This elaborate pixillation (the frame by frame animation of inanimate real objects and people) movie builds a simple premise into a mini-epic of conflicting wills: a man wants to sit in a chair, which doesn't want to cooperate.

George and Rosemary
Nominated 1987 Directed by David Fine and Alison Snowden

Here's a semi romantic one, with clever animation, about a bachelor with weird habits enamored of the woman across the street, but too shy to as much as talk to her.  Besides being fairly droll, it's actually a nice character study.

Nominated 1991 Directed by Wendy Tilby

Here's a film with a very distinctive animation style that looks like it's done with colored sand or something ... it's hard to figure out exactly what.  Another couple get together, this time between apartments above and below.  This one has a strange mood, and is never really very funny, but certainly holds the attention..

Bob's Birthday
Winner 1994 Directed by David Fine and Alison Snowden

Probably the funniest one on the disc, this short plays almost like some kind of bizarre sitcom.  Bob the Dentist befouls his wife's every attempt to set up a pleasant surprise birthday party.  With two scene-stealing dogs, and full-frontal male cartoon nudity, which is plenty bizarre, by golly.  Got an Oscar too.

The Street
Nominated 1976 Directed by Caroline Leaf, based on a story by Mordecai Richler

This adaptation of a short story looks like an animated charcoal drawing, but is probably something much more simple that Savant just didn't think of.  The tale of a Jewish city family dealing with the imminent death of granma is both poignant and brutal ... no laughs here, just unusual drama.

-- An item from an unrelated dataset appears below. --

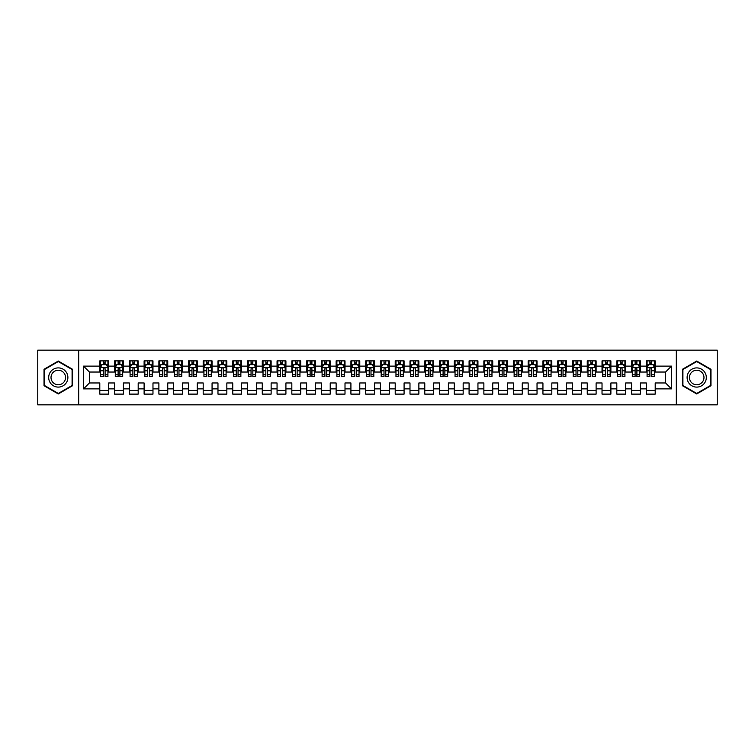 <?xml version="1.0" encoding="UTF-8"?>
<svg xmlns="http://www.w3.org/2000/svg" width="755" height="755" viewBox="0 0 755 755"><rect width="100%" height="100%" fill="white"/><g stroke="black" fill="none" stroke-linecap="round" stroke-linejoin="round"><path stroke-width="1.13" d="M676.329 404.831L717.25 404.831L717.25 350.169L676.329 350.169L676.329 404.831L78.671 404.831L78.671 350.169L37.75 350.169L37.75 404.831L78.671 404.831M676.329 350.169L78.671 350.169M83.541 388.872L83.541 366.128L99.792 366.128L99.792 372.036L89.449 372.036L89.449 382.964L83.541 388.872L99.792 388.872L99.792 394.119L108.654 394.119L108.654 388.872L114.562 388.872L114.562 394.119L123.424 394.119L123.424 388.872L129.331 388.872L129.331 394.119L138.193 394.119L138.193 388.872L144.111 388.872L144.111 394.119L152.972 394.119L152.972 388.872L158.88 388.872L158.88 394.119L167.742 394.119L167.742 388.872L173.65 388.872L173.65 394.119L182.512 394.119L182.512 388.872L188.42 388.872L188.42 394.119L197.281 394.119L197.281 388.872L203.189 388.872L203.189 394.119L212.061 394.119L212.061 388.872L217.969 388.872L217.969 394.119L226.83 394.119L226.83 388.872L232.738 388.872L232.738 394.119L241.6 394.119L241.6 388.872L247.508 388.872L247.508 394.119L256.37 394.119L256.37 388.872L262.278 388.872L262.278 394.119L271.139 394.119L271.139 388.872L277.057 388.872L277.057 394.119L285.918 394.119L285.918 388.872L291.826 388.872L291.826 394.119L300.688 394.119L300.688 388.872L306.596 388.872L306.596 394.119L315.458 394.119L315.458 388.872L321.366 388.872L321.366 394.119L330.228 394.119L330.228 388.872L336.135 388.872L336.135 394.119L345.007 394.119L345.007 388.872L350.915 388.872L350.915 394.119L359.776 394.119L359.776 388.872L365.684 388.872L365.684 394.119L374.546 394.119L374.546 388.872L380.454 388.872L380.454 394.119L389.316 394.119L389.316 388.872L395.224 388.872L395.224 394.119L404.085 394.119L404.085 388.872L409.993 388.872L409.993 394.119L418.865 394.119L418.865 388.872L424.772 388.872L424.772 394.119L433.634 394.119L433.634 388.872L439.542 388.872L439.542 394.119L448.404 394.119L448.404 388.872L454.312 388.872L454.312 394.119L463.174 394.119L463.174 388.872L469.082 388.872L469.082 394.119L477.943 394.119L477.943 388.872L483.861 388.872L483.861 394.119L492.722 394.119L492.722 388.872L498.63 388.872L498.63 394.119L507.492 394.119L507.492 388.872L513.4 388.872L513.4 394.119L522.262 394.119L522.262 388.872L528.17 388.872L528.17 394.119L537.031 394.119L537.031 388.872L542.939 388.872L542.939 394.119L551.811 394.119L551.811 388.872L557.719 388.872L557.719 394.119L566.58 394.119L566.58 388.872L572.488 388.872L572.488 394.119L581.35 394.119L581.35 388.872L587.258 388.872L587.258 394.119L596.12 394.119L596.12 388.872L602.028 388.872L602.028 394.119L610.889 394.119L610.889 388.872L616.807 388.872L616.807 394.119L625.668 394.119L625.668 388.872L631.576 388.872L631.576 394.119L640.438 394.119L640.438 388.872L646.346 388.872L646.346 394.119L655.208 394.119L655.208 382.964L665.551 382.964L665.551 372.036L655.208 372.036L655.208 366.128L671.459 366.128L671.459 388.872L655.208 388.872M655.208 366.128L655.208 360.881L646.346 360.881L646.346 366.128L640.438 366.128L640.438 360.881L631.576 360.881L631.576 366.128L625.668 366.128L625.668 360.881L616.807 360.881L616.807 366.128L610.889 366.128L610.889 360.881L602.028 360.881L602.028 366.128L596.12 366.128L596.12 360.881L587.258 360.881L587.258 366.128L581.35 366.128L581.35 360.881L572.488 360.881L572.488 366.128L566.58 366.128L566.58 360.881L557.719 360.881L557.719 366.128L551.811 366.128L551.811 360.881L542.939 360.881L542.939 366.128L537.031 366.128L537.031 360.881L528.17 360.881L528.17 366.128L522.262 366.128L522.262 360.881L513.4 360.881L513.4 366.128L507.492 366.128L507.492 360.881L498.63 360.881L498.63 366.128L492.722 366.128L492.722 360.881L483.861 360.881L483.861 366.128L477.943 366.128L477.943 360.881L469.082 360.881L469.082 366.128L463.174 366.128L463.174 360.881L454.312 360.881L454.312 366.128L448.404 366.128L448.404 360.881L439.542 360.881L439.542 366.128L433.634 366.128L433.634 360.881L424.772 360.881L424.772 366.128L418.865 366.128L418.865 360.881L409.993 360.881L409.993 366.128L404.085 366.128L404.085 360.881L395.224 360.881L395.224 366.128L389.316 366.128L389.316 360.881L380.454 360.881L380.454 366.128L374.546 366.128L374.546 360.881L365.684 360.881L365.684 366.128L359.776 366.128L359.776 360.881L350.915 360.881L350.915 366.128L345.007 366.128L345.007 360.881L336.135 360.881L336.135 366.128L330.228 366.128L330.228 360.881L321.366 360.881L321.366 366.128L315.458 366.128L315.458 360.881L306.596 360.881L306.596 366.128L300.688 366.128L300.688 360.881L291.826 360.881L291.826 366.128L285.918 366.128L285.918 360.881L277.057 360.881L277.057 366.128L271.139 366.128L271.139 360.881L262.278 360.881L262.278 366.128L256.37 366.128L256.37 360.881L247.508 360.881L247.508 366.128L241.6 366.128L241.6 360.881L232.738 360.881L232.738 366.128L226.83 366.128L226.83 360.881L217.969 360.881L217.969 366.128L212.061 366.128L212.061 360.881L203.189 360.881L203.189 366.128L197.281 366.128L197.281 360.881L188.42 360.881L188.42 366.128L182.512 366.128L182.512 360.881L173.65 360.881L173.65 366.128L167.742 366.128L167.742 360.881L158.88 360.881L158.88 366.128L152.972 366.128L152.972 360.881L144.111 360.881L144.111 366.128L138.193 366.128L138.193 360.881L129.331 360.881L129.331 366.128L123.424 366.128L123.424 360.881L114.562 360.881L114.562 366.128L108.654 366.128L108.654 360.881L99.792 360.881L99.792 366.128M640.438 388.872L640.438 382.964L646.346 382.964L646.346 388.872M671.459 366.128L665.551 372.036M625.668 388.872L625.668 382.964L631.576 382.964L631.576 388.872M646.346 366.128L646.346 372.036L640.438 372.036L640.438 366.128M610.889 388.872L610.889 382.964L616.807 382.964L616.807 388.872M631.576 366.128L631.576 372.036L625.668 372.036L625.668 366.128M596.12 388.872L596.12 382.964L602.028 382.964L602.028 388.872M616.807 366.128L616.807 372.036L610.889 372.036L610.889 366.128M581.35 388.872L581.35 382.964L587.258 382.964L587.258 388.872M602.028 366.128L602.028 372.036L596.12 372.036L596.12 366.128M566.58 388.872L566.58 382.964L572.488 382.964L572.488 388.872M587.258 366.128L587.258 372.036L581.35 372.036L581.35 366.128M551.811 388.872L551.811 382.964L557.719 382.964L557.719 388.872M572.488 366.128L572.488 372.036L566.58 372.036L566.58 366.128M537.031 388.872L537.031 382.964L542.939 382.964L542.939 388.872M557.719 366.128L557.719 372.036L551.811 372.036L551.811 366.128M522.262 388.872L522.262 382.964L528.17 382.964L528.17 388.872M542.939 366.128L542.939 372.036L537.031 372.036L537.031 366.128M507.492 388.872L507.492 382.964L513.4 382.964L513.4 388.872M528.17 366.128L528.17 372.036L522.262 372.036L522.262 366.128M492.722 388.872L492.722 382.964L498.63 382.964L498.63 388.872M513.4 366.128L513.4 372.036L507.492 372.036L507.492 366.128M477.943 388.872L477.943 382.964L483.861 382.964L483.861 388.872M498.63 366.128L498.63 372.036L492.722 372.036L492.722 366.128M463.174 388.872L463.174 382.964L469.082 382.964L469.082 388.872M483.861 366.128L483.861 372.036L477.943 372.036L477.943 366.128M448.404 388.872L448.404 382.964L454.312 382.964L454.312 388.872M469.082 366.128L469.082 372.036L463.174 372.036L463.174 366.128M433.634 388.872L433.634 382.964L439.542 382.964L439.542 388.872M454.312 366.128L454.312 372.036L448.404 372.036L448.404 366.128M418.865 388.872L418.865 382.964L424.772 382.964L424.772 388.872M439.542 366.128L439.542 372.036L433.634 372.036L433.634 366.128M404.085 388.872L404.085 382.964L409.993 382.964L409.993 388.872M424.772 366.128L424.772 372.036L418.865 372.036L418.865 366.128M389.316 388.872L389.316 382.964L395.224 382.964L395.224 388.872M409.993 366.128L409.993 372.036L404.085 372.036L404.085 366.128M374.546 388.872L374.546 382.964L380.454 382.964L380.454 388.872M395.224 366.128L395.224 372.036L389.316 372.036L389.316 366.128M359.776 388.872L359.776 382.964L365.684 382.964L365.684 388.872M380.454 366.128L380.454 372.036L374.546 372.036L374.546 366.128M345.007 388.872L345.007 382.964L350.915 382.964L350.915 388.872M365.684 366.128L365.684 372.036L359.776 372.036L359.776 366.128M330.228 388.872L330.228 382.964L336.135 382.964L336.135 388.872M350.915 366.128L350.915 372.036L345.007 372.036L345.007 366.128M315.458 388.872L315.458 382.964L321.366 382.964L321.366 388.872M336.135 366.128L336.135 372.036L330.228 372.036L330.228 366.128M300.688 388.872L300.688 382.964L306.596 382.964L306.596 388.872M321.366 366.128L321.366 372.036L315.458 372.036L315.458 366.128M285.918 388.872L285.918 382.964L291.826 382.964L291.826 388.872M306.596 366.128L306.596 372.036L300.688 372.036L300.688 366.128M271.139 388.872L271.139 382.964L277.057 382.964L277.057 388.872M291.826 366.128L291.826 372.036L285.918 372.036L285.918 366.128M256.37 388.872L256.37 382.964L262.278 382.964L262.278 388.872M277.057 366.128L277.057 372.036L271.139 372.036L271.139 366.128M241.6 388.872L241.6 382.964L247.508 382.964L247.508 388.872M262.278 366.128L262.278 372.036L256.37 372.036L256.37 366.128M226.83 388.872L226.83 382.964L232.738 382.964L232.738 388.872M247.508 366.128L247.508 372.036L241.6 372.036L241.6 366.128M212.061 388.872L212.061 382.964L217.969 382.964L217.969 388.872M232.738 366.128L232.738 372.036L226.83 372.036L226.83 366.128M197.281 388.872L197.281 382.964L203.189 382.964L203.189 388.872M217.969 366.128L217.969 372.036L212.061 372.036L212.061 366.128M182.512 388.872L182.512 382.964L188.42 382.964L188.42 388.872M203.189 366.128L203.189 372.036L197.281 372.036L197.281 366.128M167.742 388.872L167.742 382.964L173.65 382.964L173.65 388.872M188.42 366.128L188.42 372.036L182.512 372.036L182.512 366.128M152.972 388.872L152.972 382.964L158.88 382.964L158.88 388.872M173.65 366.128L173.65 372.036L167.742 372.036L167.742 366.128M138.193 388.872L138.193 382.964L144.111 382.964L144.111 388.872M158.88 366.128L158.88 372.036L152.972 372.036L152.972 366.128M123.424 388.872L123.424 382.964L129.331 382.964L129.331 388.872M144.111 366.128L144.111 372.036L138.193 372.036L138.193 366.128M108.654 388.872L108.654 382.964L114.562 382.964L114.562 388.872M129.331 366.128L129.331 372.036L123.424 372.036L123.424 366.128M89.449 382.964L99.792 382.964L99.792 388.872M114.562 366.128L114.562 372.036L108.654 372.036L108.654 366.128M646.346 364.571L647.082 364.571M654.472 364.571L655.208 364.571M631.576 364.571L632.312 364.571M639.702 364.571L640.438 364.571M616.807 364.571L617.543 364.571M624.923 364.571L625.668 364.571M602.028 364.571L602.773 364.571M610.153 364.571L610.889 364.571M587.258 364.571L587.994 364.571M595.384 364.571L596.12 364.571M572.488 364.571L573.224 364.571M580.614 364.571L581.35 364.571M557.719 364.571L558.455 364.571M565.844 364.571L566.58 364.571M542.939 364.571L543.685 364.571M551.065 364.571L551.811 364.571M528.17 364.571L528.906 364.571M536.295 364.571L537.031 364.571M513.4 364.571L514.136 364.571M521.526 364.571L522.262 364.571M498.63 364.571L499.366 364.571M506.756 364.571L507.492 364.571M483.861 364.571L484.597 364.571M491.977 364.571L492.722 364.571M469.082 364.571L469.827 364.571M477.207 364.571L477.943 364.571M454.312 364.571L455.048 364.571M462.438 364.571L463.174 364.571M439.542 364.571L440.278 364.571M447.668 364.571L448.404 364.571M424.772 364.571L425.509 364.571M432.898 364.571L433.634 364.571M409.993 364.571L410.739 364.571M418.119 364.571L418.865 364.571M395.224 364.571L395.969 364.571M403.349 364.571L404.085 364.571M380.454 364.571L381.19 364.571M388.58 364.571L389.316 364.571M365.684 364.571L366.42 364.571M373.81 364.571L374.546 364.571M350.915 364.571L351.651 364.571M359.031 364.571L359.776 364.571M336.135 364.571L336.881 364.571M344.261 364.571L345.007 364.571M321.366 364.571L322.102 364.571M329.491 364.571L330.228 364.571M306.596 364.571L307.332 364.571M314.722 364.571L315.458 364.571M291.826 364.571L292.562 364.571M299.952 364.571L300.688 364.571M277.057 364.571L277.793 364.571M285.173 364.571L285.918 364.571M262.278 364.571L263.023 364.571M270.403 364.571L271.139 364.571M247.508 364.571L248.244 364.571M255.634 364.571L256.37 364.571M232.738 364.571L233.474 364.571M240.864 364.571L241.6 364.571M217.969 364.571L218.705 364.571M226.094 364.571L226.83 364.571M203.189 364.571L203.935 364.571M211.315 364.571L212.061 364.571M188.42 364.571L189.156 364.571M196.545 364.571L197.281 364.571M173.65 364.571L174.386 364.571M181.776 364.571L182.512 364.571M158.88 364.571L159.616 364.571M167.006 364.571L167.742 364.571M144.111 364.571L144.847 364.571M152.227 364.571L152.972 364.571M129.331 364.571L130.077 364.571M137.457 364.571L138.193 364.571M114.562 364.571L115.298 364.571M122.688 364.571L123.424 364.571M99.792 364.571L100.528 364.571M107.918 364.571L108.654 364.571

Nominated 1969 Directed by Ryan Larkin

Here we are in simple art-study land.  Various street scenes in watercolors (?) are enlivened by some stylish characters in walk cycles.  Just the kind of thing we loved in film school, with some classy artwork, but not all that compelling to the non graphics-oriented.

Pas de Deux
Nominated 1968 Directed by Norman McLaren

Here's the classiest gimmick film.  Innovator McLaren uses multiple trace exposures of two dancers to create an unusually beautiful record of a dance performance.  Each silhouetted dancer leaves a trace echo of several exposures behind them, making a record of the dance in time.  It's hard to describe in words, which is one of the reasons it's so mesmerizing.  Every time you think McLaren's used up the gag, a new variation of optical printer manipulation shows up that makes you go, "Ah!"  Recommended to all.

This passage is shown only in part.